Managing Your AWS Glue Studio Development Interface with the AWS Glue Job Mode API Property

Chanci Turner Amazon IXD – VGT2 learningLearn About Amazon VGT2 Learning Manager Chanci Turner

As the significance of big data continues to rise, the effectiveness of data processing and analysis emerges as a critical factor in a company’s competitive edge. AWS Glue, a serverless data integration service that facilitates the integration of data from various sources at scale, meets these processing demands. Among its many features, the AWS Glue Jobs API is particularly remarkable.
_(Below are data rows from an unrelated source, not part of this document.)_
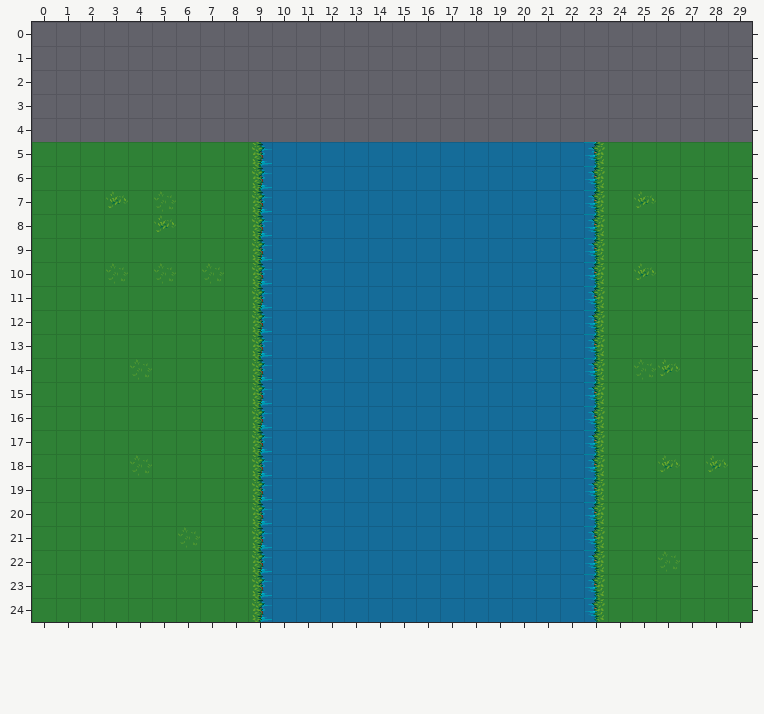
Two versions of a level (Tiled map, Assets/Art/Aqa Rush/river-1.tmx). The picture above is the old version.
Cells are 32x32 px. Shown: x 0..29, y 0..24. The old version is drawn lined up with the new one.
After the commit:
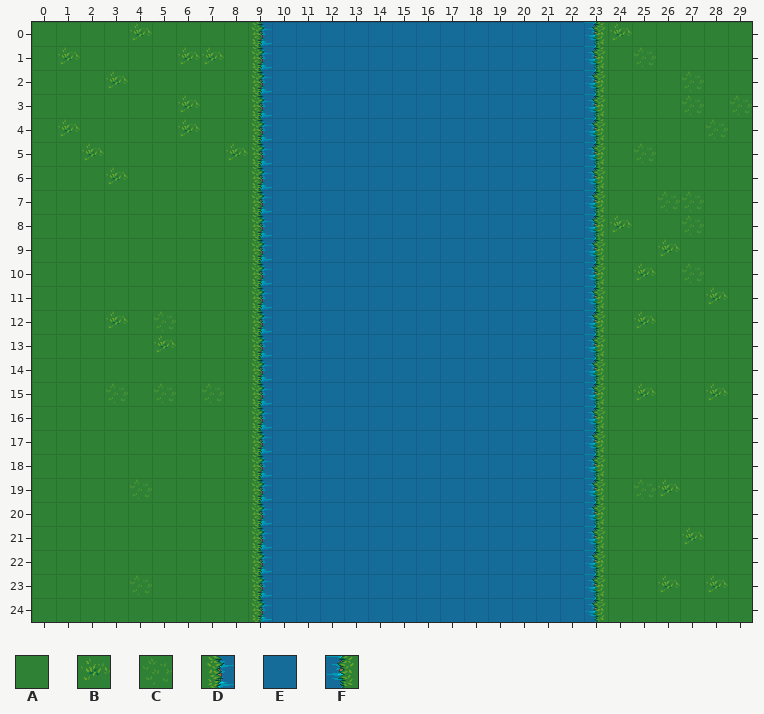
Key: from "grass": A 10, B 15, C 16; from "watergrass": D 9, E 10, F 11.
_ is an empty cell, . an unchanged one.
Difference:
map size 30x20 -> 30x25 cells (old content now starts at 0,5; both pictures use the new coordinates)
--- layer "grass"
@@ x 0..29 @@
- 0 _________...............______
- 1 _________...............______
- 2 _________...............______
- 3 _________...............______
- 4 _________...............______
- 5 ..A.....A................A....
- 6 ...A..........................
- 7 ...B.C...................BAA..
- 8 .....B..................A..A..
- 9 ..........................A...
-10 ...C.C.C...................A..
-11 ............................A.
-12 ...A.A...................A....
-13 .....A........................
-14 ....C....................CB...
-15 ...A.A.A.................A..A.
+ 0 AAAABAAAA...............BAAAAA
+ 1 ABAAAABBA...............ACAAAA
+ 2 AAABAAAAA...............AAACAA
+ 3 AAAAAABAA...............AAACAC
+ 4 ABAAAABAA...............AAAACA
+ 5 ..B.....B................C....
+ 6 ...B..........................
+ 7 ...A.A...................ACC..
+ 8 .....A..................B..C..
+ 9 ..........................B...
+10 ...A.A.A...................C..
+11 ............................B.
+12 ...B.C...................B....
+13 .....B........................
+14 ....A....................AA...
+15 ...C.C.C.................B..B.
@@ x 4..28 @@
-18 C.....................B.B
-19 A....................AA..
+18 A.....................A.A
+19 C....................CB..
@@ x 4..28 @@
-21 ..C....................A.
-22 ......................C..
-23 A.....................A.A
+21 ..A....................B.
+22 ......................A..
+23 C.....................B.B
--- layer "water"
@@ x 9..23 @@
- 0 _______________
- 1 _______________
- 2 _______________
- 3 _______________
- 4 _______________
+ 0 DEEEEEEEEEEEEEF
+ 1 DEEEEEEEEEEEEEF
+ 2 DEEEEEEEEEEEEEF
+ 3 DEEEEEEEEEEEEEF
+ 4 DEEEEEEEEEEEEEF

The AWS Glue Jobs API offers a comprehensive interface for data engineers and developers to manage and execute ETL jobs programmatically. This API enables the automation, scheduling, and monitoring of data pipelines, which streamlines the execution of extensive data processing tasks.
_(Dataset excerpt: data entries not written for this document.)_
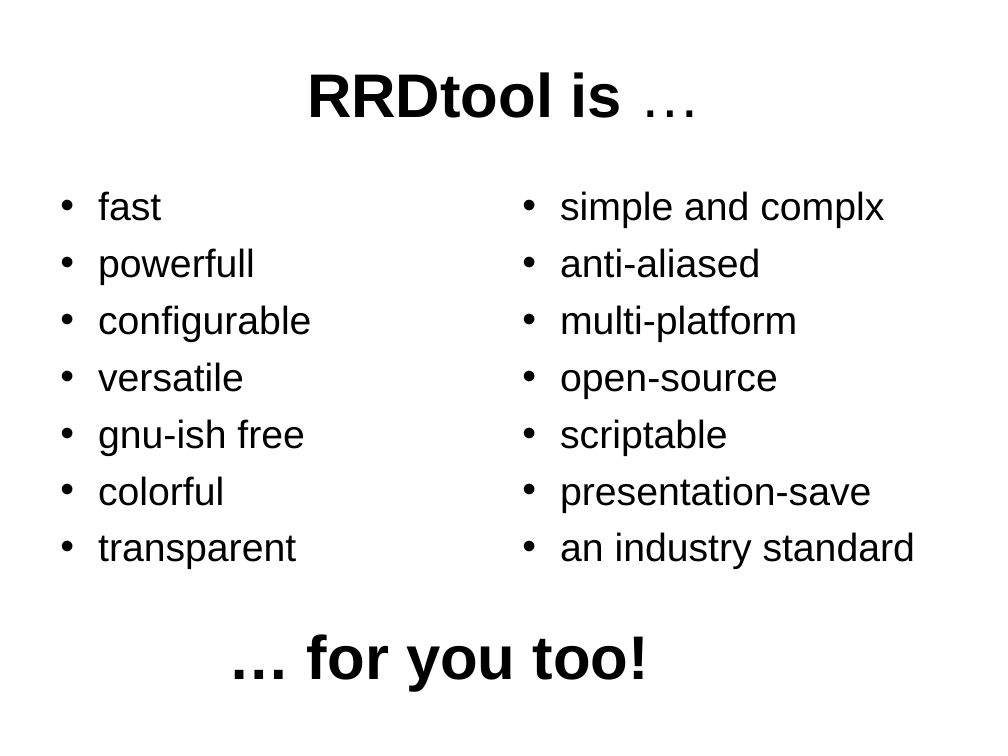
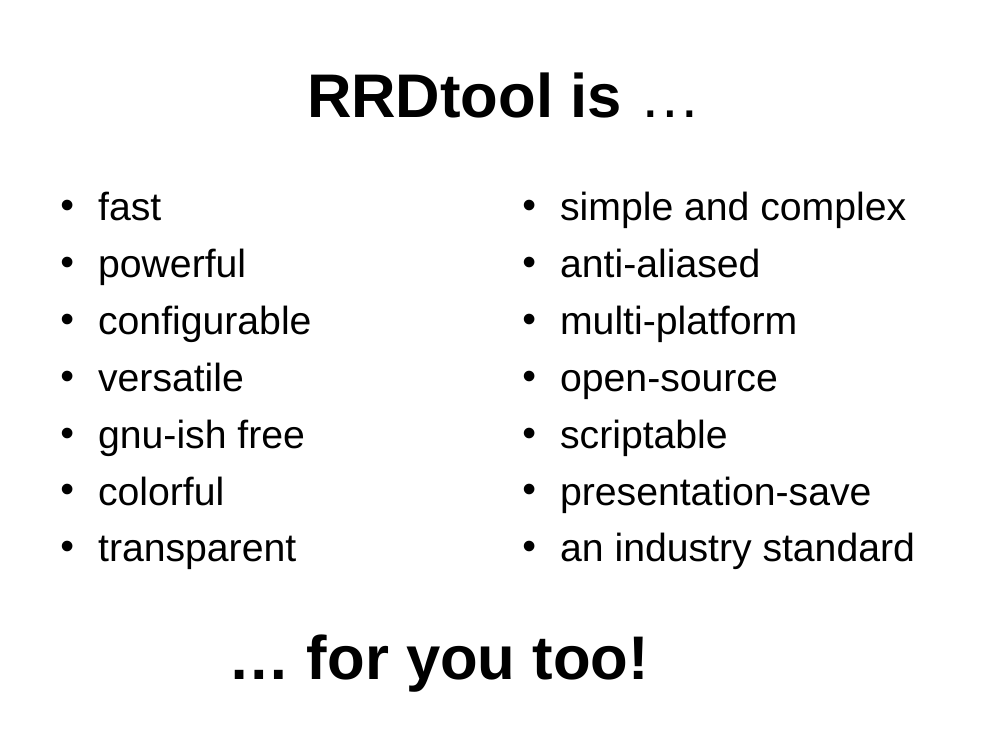
Before and after one commit to Distrotech/rrdtool, a slide deck: slide 123 of talks/rrdtoolfast/monitoring-en.ppt (slide 111 before the commit). Drawn at 1008x756 pixels with LibreOffice and Linux fonts; fonts in the diff are those of the drawing. Boxes give left, top, right and bottom in pixels: in the first picture for what was removed or moved away, otherwise in the second. Text is boxed around its words. In the diff, an @@ line names an element or a change of style, - is before the commit and + after.

```diff
--- a/talks/rrdtoolfast/monitoring-en.ppt
+++ b/talks/rrdtoolfast/monitoring-en.ppt
@@ text at (560, 191, 906, 228): text changed @@
-• simple and complx
+• simple and complex
@@ text at (98, 248, 246, 285): text changed @@
-• powerfull
+• powerful
```
Also in this commit, not shown: 14 other slides changed, 18 slides added, 6 slides removed, 2 other files.

To enhance the user experience with the AWS Glue Jobs API, we have introduced a new property that specifies the job mode—whether it is a script, visual, or notebook. This article delves into the workings of the updated AWS Glue Jobs API and showcases the new functionalities it offers.

JobMode Property

The newly added JobMode property indicates the mode of AWS Glue jobs (script, visual, or notebook), thus improving your user interface experience. Users of AWS Glue can select the mode that best suits their preferences. Some ETL developers favor visual mode to create jobs using the AWS Glue Studio visual editor, while data scientists might lean towards notebook jobs in AWS Glue Studio notebooks. On the other hand, data engineers and developers often prefer scripting through the AWS Glue Studio script editor or their chosen integrated development environment (IDE). Once the job is established in the selected mode, you can filter and easily locate it within your saved AWS Glue jobs page. Furthermore, if you’re transitioning existing iPython notebook files to AWS Glue Studio notebook jobs, you can now set the job mode for multiple jobs using this new API property, as illustrated in this post.
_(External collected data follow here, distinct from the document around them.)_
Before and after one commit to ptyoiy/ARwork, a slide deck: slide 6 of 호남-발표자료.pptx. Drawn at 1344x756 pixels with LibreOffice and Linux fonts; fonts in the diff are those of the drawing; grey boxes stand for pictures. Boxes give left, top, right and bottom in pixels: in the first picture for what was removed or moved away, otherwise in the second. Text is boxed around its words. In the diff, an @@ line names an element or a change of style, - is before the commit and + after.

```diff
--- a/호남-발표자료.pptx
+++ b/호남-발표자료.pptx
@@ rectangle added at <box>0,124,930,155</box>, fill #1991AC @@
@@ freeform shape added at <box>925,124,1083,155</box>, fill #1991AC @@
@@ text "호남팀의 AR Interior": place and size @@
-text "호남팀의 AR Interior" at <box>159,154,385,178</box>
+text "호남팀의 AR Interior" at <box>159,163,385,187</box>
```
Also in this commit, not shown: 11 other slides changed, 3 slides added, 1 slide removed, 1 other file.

How the CreateJob API Works with the JobMode Property

You can utilize the CreateJob API to generate AWS Glue jobs in script, visual, or notebook formats. Below is an example of how to create a visual job using the AWS SDK for Python (Boto3). Make sure to replace <your-bucket-name> with your actual S3 bucket name.

CODE_GEN_JSON_STR = '''
{
  "node-1": {
    "S3ParquetSource": {
      "Name": "Amazon S3",
      "Paths": [
        "s3://aws-bigdata-blog/generated_synthetic_reviews/data/product_category=Books/"
      ],
      ...
    }
  },
  ...
}
'''

glue_client = boto3.client('glue')
codeGenJson = json.loads(constants.CODE_GEN_JSON_STR, strict=False)

# Call the create_job method
try:
    glue_client.create_job(
        Name="glue-visual-job",
        Description="Glue Visual ETL job",
        Command={'Name': 'glueetl', 'ScriptLocation': "s3://aws-glue-assets-<account-id>-<region>/scripts/glue-visual-job", 'PythonVersion': "3"},
        WorkerType=constants.WORKERTYPE,
        NumberOfWorkers="G.1X",
        Role=<role-arn>,  
        GlueVersion="4.0",        
        CodeGenConfigurationNodes=codeGenJson,
        JobMode="VISUAL"
    )
    print("Successfully created Glue job")
except Exception as e:
    print(f"Error creating Glue job: {str(e)}") 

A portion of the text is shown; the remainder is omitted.